The Commonwealth Local Government Forum (CLGF) is a global local government organisation, bringing together local authorities, their national associations and the ministries responsible for local government in the member countries of the Commonwealth. CLGF works with national and local governments to support the development of democratic values and good local governance and is the associated organisation officially recognised by Commonwealth Heads of Government as the representative body for local government in the Commonwealth.

CLGF is unique in bringing together central, provincial and local spheres of government involved in local government policy and decision-making. CLGF members include local government associations, individual local authorities, ministries dealing with local government, and research and professional organisations who work with local government. Practitioner to practitioner support is at the core of CLGF's work across the Commonwealth and within the region, using CLGF's own members to support others both within and between regions.

The Commonwealth Journal of Local Governance exists with the support of the Commonwealth Local Government Forum.

==History==

CLGF was founded in 1995 and its establishment was endorsed by Commonwealth Heads of Government at their meeting in New Zealand later that year. It has received further endorsement at subsequent Commonwealth Heads of Government Meetings and in 2003 was given official recognition as an associated Commonwealth organisation of elected representatives. At the 2005 Commonwealth Local Government Conference held in Aberdeen, the members of CLGF endorsed the Aberdeen Agenda: Commonwealth principles for local democracy and good governance which we're endorsed later that year by the Commonwealth Heads of Government Meeting held in Malta, and in 2013 incorporated in the Charter of the Commonwealth.

In 2025 the Forum celebrated its 30th anniversary by profiling thirty of its members. Esther Sagawa from Malawi was chosen together with 29 others.

==Partnerships==

CLGF works closely with other Commonwealth and international organisations such as the Commonwealth Secretariat, the Commonwealth Foundation, the Commonwealth Parliamentary Association and the United Nations, including UN-Habitat and the United Nations Development Programme (UNDP), to promote and support democratic local government in the Commonwealth and to ensure that local government is recognised as an important sphere of government in development. CLGF is a member of the Global Taskforce of Local and Regional Governments along with other global local government organisations including UCLG, UNACLA, ICLEI, IAFM, ATO, and C40 and is also a member of Cities Alliance.
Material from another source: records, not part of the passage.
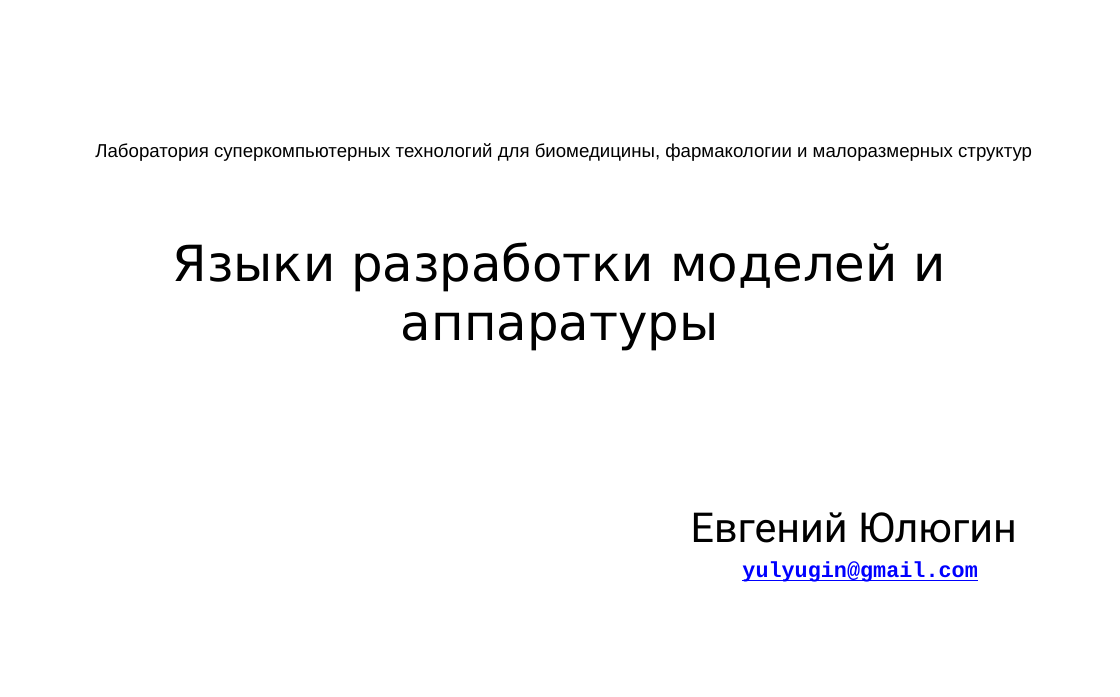
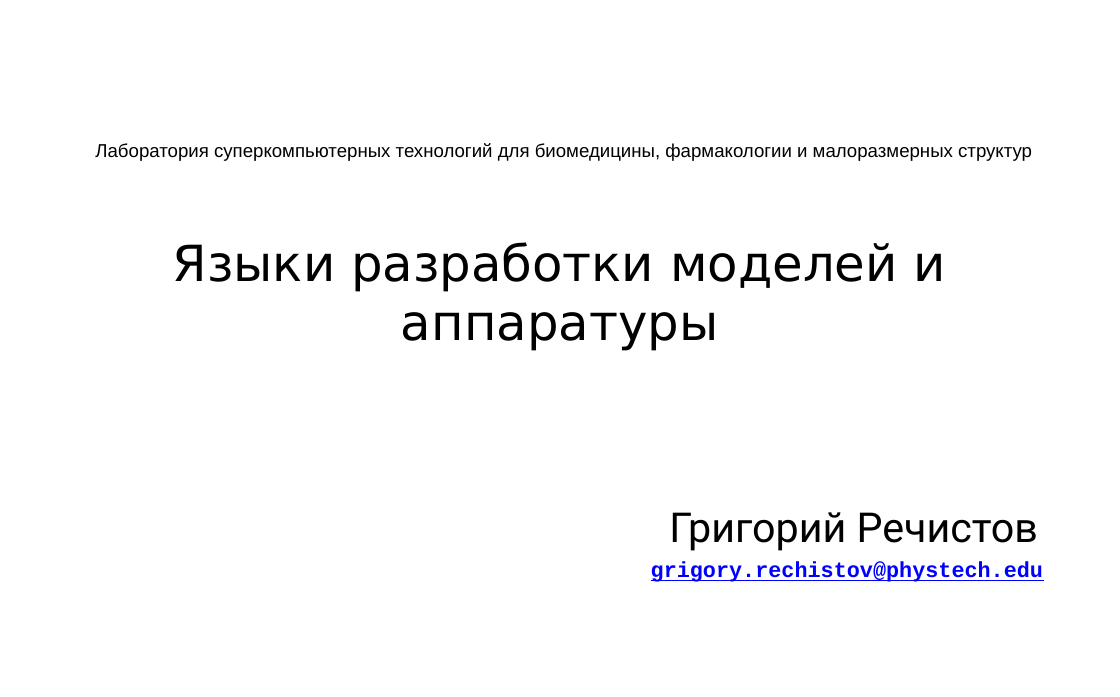
Before and after one commit to atakua/simlectures-archive, a slide deck: slide 1 of lecture12-languages/lecture12-languages.pptx. Drawn at 1120x697 pixels with LibreOffice and Linux fonts; fonts in the diff are those of the drawing; background and template pictures are left out. Boxes give left, top, right and bottom in pixels: in the first picture for what was removed or moved away, otherwise in the second. Text is boxed around its words. In the diff, an @@ line names an element or a change of style, - is before the commit and + after.

```diff
--- a/lecture12-languages/lecture12-languages.pptx
+++ b/lecture12-languages/lecture12-languages.pptx
@@ subtitle at (651, 512, 1043, 582): text changed @@
-Евгений Юлюгин
-yulyugin@gmail.com
+Григорий Речистов
+grigory.rechistov@phystech.edu
```
Also in this commit, not shown: 18 other slides changed, 1 slide removed, 1 other file.

The Commonwealth Journal of Local Governance is written under the auspices of CLGF, edited by Cardiff University and published by the University of Technology Sydney. It was first published in 2008.

==Organisation==
The CLGF secretariat is housed in the Commonwealth hub on Pall Mall, London and has regional offices in the Caribbean, West Africa, Southern Africa, South Asia and the Pacific, and country programme offices in Sri Lanka and Zimbabwe. The current Chair of CLGF is Cllr. Mpho Moruakgomo, President of BALA and Secretary-General is Dr Greg Munro, who took over from the founding Secretary-General Dr Carl Wright in 2016. CLGF patrons include former UNDP Administrator and New Zealand Prime Minister Rt Hon. Helen Clark and Tuvaluan Prime Minister Enele Sopoaga.
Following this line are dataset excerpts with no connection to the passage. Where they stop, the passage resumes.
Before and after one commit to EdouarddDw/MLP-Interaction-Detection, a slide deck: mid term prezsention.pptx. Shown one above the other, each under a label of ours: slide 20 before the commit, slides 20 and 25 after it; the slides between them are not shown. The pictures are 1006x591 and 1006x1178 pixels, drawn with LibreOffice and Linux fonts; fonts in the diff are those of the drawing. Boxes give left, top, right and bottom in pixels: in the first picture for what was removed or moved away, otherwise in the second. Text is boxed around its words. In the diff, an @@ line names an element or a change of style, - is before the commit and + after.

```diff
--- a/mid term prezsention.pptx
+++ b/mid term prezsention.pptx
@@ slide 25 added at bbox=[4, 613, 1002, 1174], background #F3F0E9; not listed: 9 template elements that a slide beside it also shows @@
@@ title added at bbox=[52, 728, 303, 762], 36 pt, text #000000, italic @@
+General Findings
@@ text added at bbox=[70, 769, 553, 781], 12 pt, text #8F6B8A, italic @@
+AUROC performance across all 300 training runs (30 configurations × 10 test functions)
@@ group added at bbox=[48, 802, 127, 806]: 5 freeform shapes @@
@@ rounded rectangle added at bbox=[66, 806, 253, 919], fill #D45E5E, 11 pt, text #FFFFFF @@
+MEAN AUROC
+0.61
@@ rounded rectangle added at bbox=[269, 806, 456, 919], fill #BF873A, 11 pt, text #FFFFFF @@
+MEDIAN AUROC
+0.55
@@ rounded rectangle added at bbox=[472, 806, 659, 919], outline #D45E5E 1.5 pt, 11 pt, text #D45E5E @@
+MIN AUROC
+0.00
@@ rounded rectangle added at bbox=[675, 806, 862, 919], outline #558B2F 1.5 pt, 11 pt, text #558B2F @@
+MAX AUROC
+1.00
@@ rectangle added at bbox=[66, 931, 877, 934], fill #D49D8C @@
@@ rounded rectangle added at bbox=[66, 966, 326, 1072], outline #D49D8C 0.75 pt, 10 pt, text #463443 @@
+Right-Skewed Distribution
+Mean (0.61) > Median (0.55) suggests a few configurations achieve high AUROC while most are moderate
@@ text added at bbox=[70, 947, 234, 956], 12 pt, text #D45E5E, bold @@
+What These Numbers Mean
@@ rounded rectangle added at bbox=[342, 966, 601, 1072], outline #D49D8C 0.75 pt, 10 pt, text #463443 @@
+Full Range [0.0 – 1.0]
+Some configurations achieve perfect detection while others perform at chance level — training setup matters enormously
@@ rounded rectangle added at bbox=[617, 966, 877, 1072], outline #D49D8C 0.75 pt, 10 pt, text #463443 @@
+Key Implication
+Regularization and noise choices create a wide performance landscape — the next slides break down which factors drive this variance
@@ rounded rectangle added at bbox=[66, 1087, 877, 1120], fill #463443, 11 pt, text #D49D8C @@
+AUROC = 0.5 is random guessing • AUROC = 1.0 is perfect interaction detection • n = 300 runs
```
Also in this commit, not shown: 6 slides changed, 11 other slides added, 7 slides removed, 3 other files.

==Commonwealth Local Government Conferences==
CLGF organised pan-Commonwealth biennial conference bringing together is members and partners

Four conferences were held 2011-17: In November 2017 in Valletta, Malta on the theme of 'Fit for the future: resources and capacity for effective local government'. In Gaborone in June 2015 on the theme 'Local government 2030: achieving the vision' and CLGF general assembly endorsed the Gaborone Declaration - Local Government 2030. 2013 in Kampala. 2011 in Cardiff. The next conference is to be held in Kigali, Rwanda in late 2023.